I'm trying to use Ray and Docker to launch jobs programatically on EC2. I want to use conda in my Docker container for package management. I've figured out how to build the container such that if I run
docker run -i -t my_container:my_tag /bin/bash
I can launch my jobs in the container locally. The problem is that when I add Ray into the picture to launch the jobs remotely, Ray fails with errors like these:
start: ray: command not found
Cluster: my-cluster
Checking AWS environment settings
AWS config
IAM Profile: ray-head-v1
EC2 Key pair (head & workers): [redacted]
VPC Subnets (head & workers): [redacted]
EC2 Security groups (head & workers): [redacted]
EC2 AMI (head & workers): [redacted]
No head node found. Launching a new cluster. Confirm [y/N]: y [automatic, due to --yes]
Acquiring an up-to-date head node
Launched 1 nodes [subnet_id=[redacted]]
Launched instance i-067e250cc8591da86 [state=pending, info=pending]
Launched a new head node
Fetching the new head node
<1/1> Setting up head node
Prepared bootstrap config
New status: waiting-for-ssh
[1/6] Waiting for SSH to become available
Running `uptime` as a test.
Waiting for IP
Not yet available, retrying in 10 seconds
Not yet available, retrying in 10 seconds
Not yet available, retrying in 10 seconds
Received: 3.21.104.163
SSH still not available SSH command failed., retrying in 5 seconds.
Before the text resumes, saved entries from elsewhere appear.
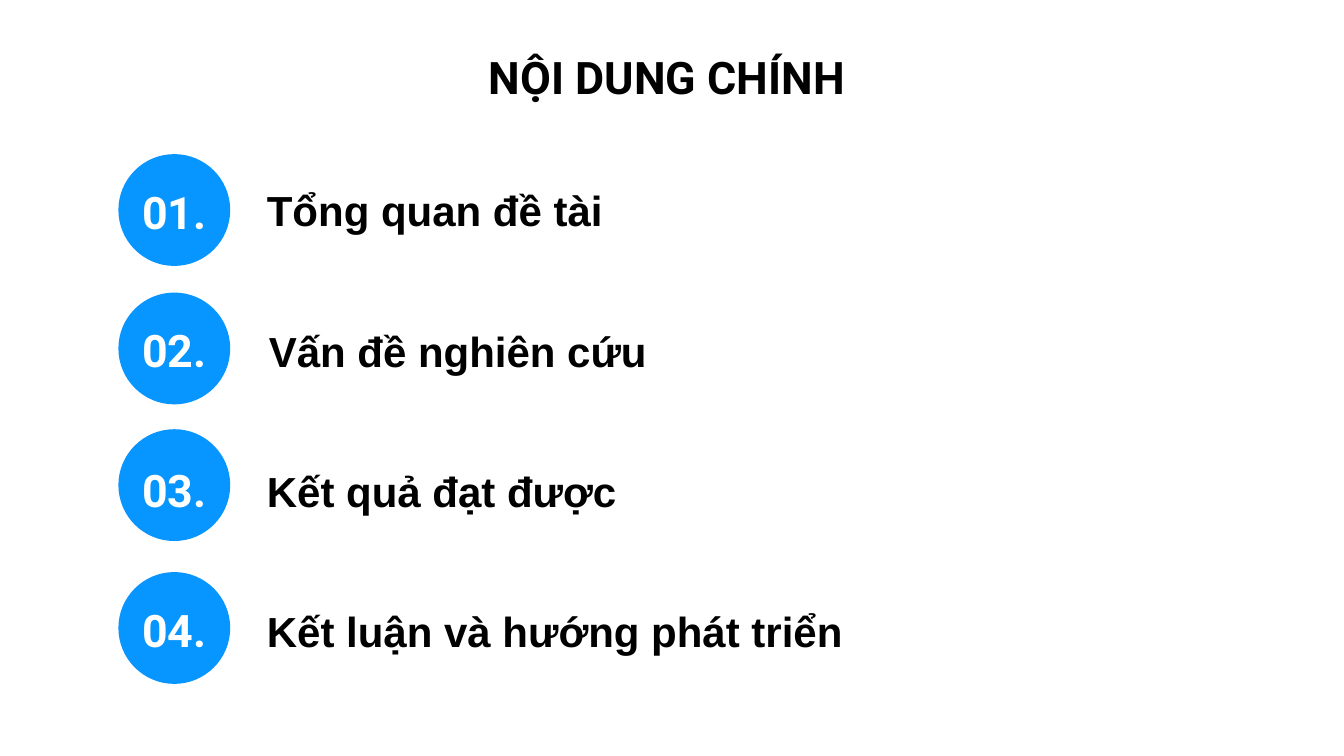
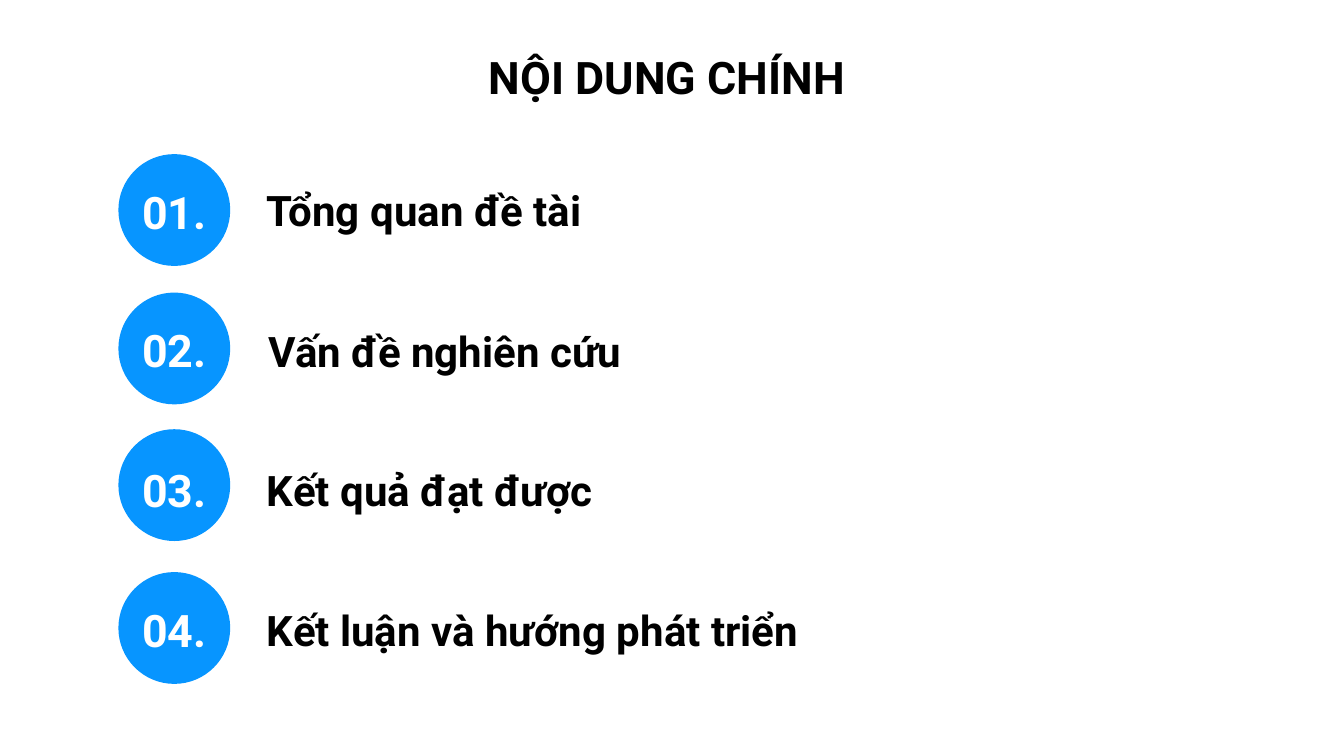
Before and after one commit to URMySunshinee/cn-da21ttc-letructin-forum-laravel, a slide deck: slide 2 of thesis/abs/PPT Báo Cáo CN.pptx. Drawn at 1344x756 pixels with LibreOffice and Linux fonts; fonts in the diff are those of the drawing. Boxes give left, top, right and bottom in pixels: in the first picture for what was removed or moved away, otherwise in the second. Text is boxed around its words. In the diff, an @@ line names an element or a change of style, - is before the commit and + after.

```diff
--- a/thesis/abs/PPT Báo Cáo CN.pptx
+++ b/thesis/abs/PPT Báo Cáo CN.pptx
@@ font Arial to Roboto in 4 elements at <box>267,611,798,655</box>, <box>269,333,621,376</box>, <box>267,471,592,515</box>, <box>267,191,582,235</box> @@
```
Also in this commit, not shown: 9 other slides changed, 4 slides added, 10 slides removed, 2 other files.

SSH still not available SSH command failed., retrying in 5 seconds.
Success.
Updating cluster configuration. [hash=1e011279ffec6f94b2bff4ebf536e6966be5c79a]
New status: syncing-files
[3/6] Processing file mounts
[4/6] No worker file mounts to sync
New status: setting-up
[3/6] No initialization commands to run.
[4/6] No setup commands to run.
[6/6] Starting the Ray runtime
New status: update-failed
!!!
SSH command failed.
!!!
Failed to setup head node.
At this point I've reached the limit of what I understand about how Ray and Docker interact. I assume the problem is that head_start_ray_commands
gets passed to docker run
somehow. Since Docker uses the sh
shell to run commands, the bash profile isn't getting sourced properly, so packages like conda and ray aren't working. That explains why there's nothing wrong with the container when I launch a bash shell in interactive mode in a local container instance. I've tried adding /bin/bash --login
at the beginning of head_start_ray_commands
but that only seems to cause the whole program to freeze.
What is the right way to get Ray to source the bash profile before executing commands? If that isn't possible, is there a better way to do this? For reference, here's my current ray config:
init:
address: null
remote: {}
cluster:
cluster_name: my-cluster
min_workers: 0
max_workers: 2
initial_workers: 0
autoscaling_mode: default
target_utilization_fraction: 0.8
idle_timeout_minutes: 5
docker:
image: [redacted]
container_name: 'my-container'
pull_before_run: true
run_options: ["--gpus 'all'"]
provider:
type: aws
region: us-east-2
availability_zone: us-east-2a,us-east-2b
cache_stopped_nodes: false
key_pair:
key_name: [redacted]
auth:
ssh_user: ubuntu
head_node:
IamInstanceProfile:
Arn: [redacted]
InstanceType: p2.xlarge
ImageId: ami-08e16447bd5caf26a
worker_nodes:
IamInstanceProfile:
Arn: [redacted]
InstanceType: p2.xlarge
ImageId: ami-08e16447bd5caf26a
file_mounts: {}
initialization_commands: []
setup_commands: []
head_setup_commands: []
worker_setup_commands: []
head_start_ray_commands:
- ray stop
- ulimit -n 65536; ray start --head --port=6379 --object-manager-port=8076
--autoscaling-config=~/ray_bootstrap_config.yaml
worker_start_ray_commands:
- ray stop
- ulimit -n 65536; ray start --address=$RAY_HEAD_IP:6379 --object-manager-port=8076
Edit
The simplest fix seems to be just avoiding conda altogether in favor of venv.